Stored items from a collection
***

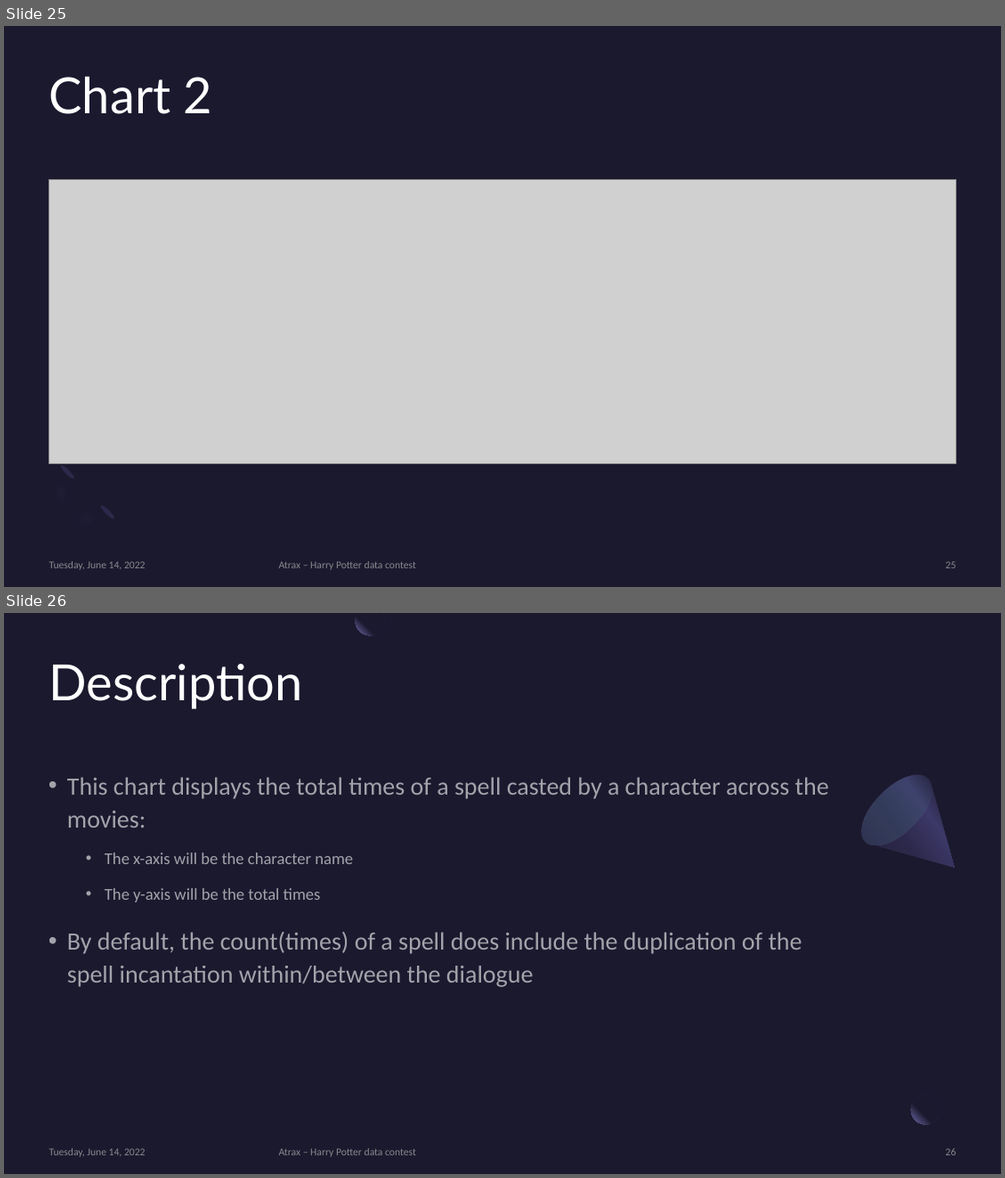
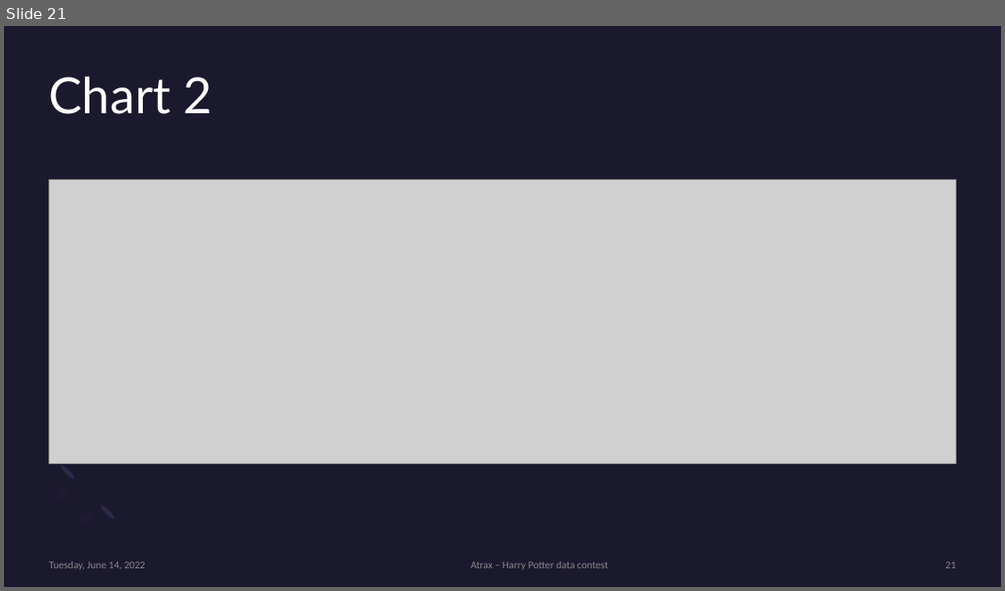
Before and after one commit to nhhphuoc1993/data_contest_harry_portter, a slide deck: The analysis of Harry Potter dataset.pptx. Shown one above the other, each under a label of ours: slides 25 and 26 before the commit, slide 21 after it. The pictures are 1005x1178 and 1005x591 pixels, drawn with LibreOffice and Linux fonts; fonts in the diff are those of the drawing; grey boxes stand for pictures. Boxes give left, top, right and bottom in pixels: in the first picture for what was removed or moved away, otherwise in the second. Text is boxed around its words. In the diff, an @@ line names an element or a change of style, - is before the commit and + after.

```diff
--- a/The analysis of Harry Potter dataset.pptx
+++ b/The analysis of Harry Potter dataset.pptx
@@ slide 26 removed at [4,613,1001,1174], background #1B192E @@
@@ freeform shape removed at [356,613,385,635] @@
@@ title removed at [49,664,303,709] @@
-Description
@@ freeform shape removed at [850,763,986,899] @@
@@ ellipse removed at [850,763,944,857] @@
@@ text removed at [67,777,829,987] @@
-• This chart displays the total times of a spell casted by a character across the movies:
-  • The x-axis will be the character name
-  • The y-axis will be the total times
-• By default, the count(times) of a spell does include the duplication of the spell incantation within/between the dialogue
@@ rectangle removed at [940,1089,971,1119] @@
@@ ellipse removed at [911,1095,940,1125] @@
@@ text removed at [49,1148,146,1157] @@
-Tuesday, June 14, 2022
@@ text removed at [279,1148,416,1157] @@
-Atrax – Harry Potter data contest
@@ page number removed at [946,1148,956,1155] @@
-26
@@ what was slide 25 is now slide 21 @@
@@ slide 21 changed as well @@
@@ text "Atrax – Harry Potter data ..." at [470,561,608,570]: alignment left to centre @@
@@ page number at [946,561,956,568]: text changed @@
-25
+21
```
Also in this commit, not shown: 24 other slides changed, 1 slide added, 4 other slides removed, 3 other files.

***

### Problem to solve
Render the records above word for word and leave the pictures out.

### Expected answer
Before and after one commit to nhhphuoc1993/data_contest_harry_portter, a slide deck: The analysis of Harry Potter dataset.pptx. Shown one above the other, each under a label of ours: slides 25 and 26 before the commit, slide 21 after it. The pictures are 1005x1178 and 1005x591 pixels, drawn with LibreOffice and Linux fonts; fonts in the diff are those of the drawing; grey boxes stand for pictures. Boxes give left, top, right and bottom in pixels: in the first picture for what was removed or moved away, otherwise in the second. Text is boxed around its words. In the diff, an @@ line names an element or a change of style, - is before the commit and + after.

```diff
--- a/The analysis of Harry Potter dataset.pptx
+++ b/The analysis of Harry Potter dataset.pptx
@@ slide 26 removed at [4,613,1001,1174], background #1B192E @@
@@ freeform shape removed at [356,613,385,635] @@
@@ title removed at [49,664,303,709] @@
-Description
@@ freeform shape removed at [850,763,986,899] @@
@@ ellipse removed at [850,763,944,857] @@
@@ text removed at [67,777,829,987] @@
-• This chart displays the total times of a spell casted by a character across the movies:
-  • The x-axis will be the character name
-  • The y-axis will be the total times
-• By default, the count(times) of a spell does include the duplication of the spell incantation within/between the dialogue
@@ rectangle removed at [940,1089,971,1119] @@
@@ ellipse removed at [911,1095,940,1125] @@
@@ text removed at [49,1148,146,1157] @@
-Tuesday, June 14, 2022
@@ text removed at [279,1148,416,1157] @@
-Atrax – Harry Potter data contest
@@ page number removed at [946,1148,956,1155] @@
-26
@@ what was slide 25 is now slide 21 @@
@@ slide 21 changed as well @@
@@ text "Atrax – Harry Potter data ..." at [470,561,608,570]: alignment left to centre @@
@@ page number at [946,561,956,568]: text changed @@
-25
+21
```
Also in this commit, not shown: 24 other slides changed, 1 slide added, 4 other slides removed, 3 other files.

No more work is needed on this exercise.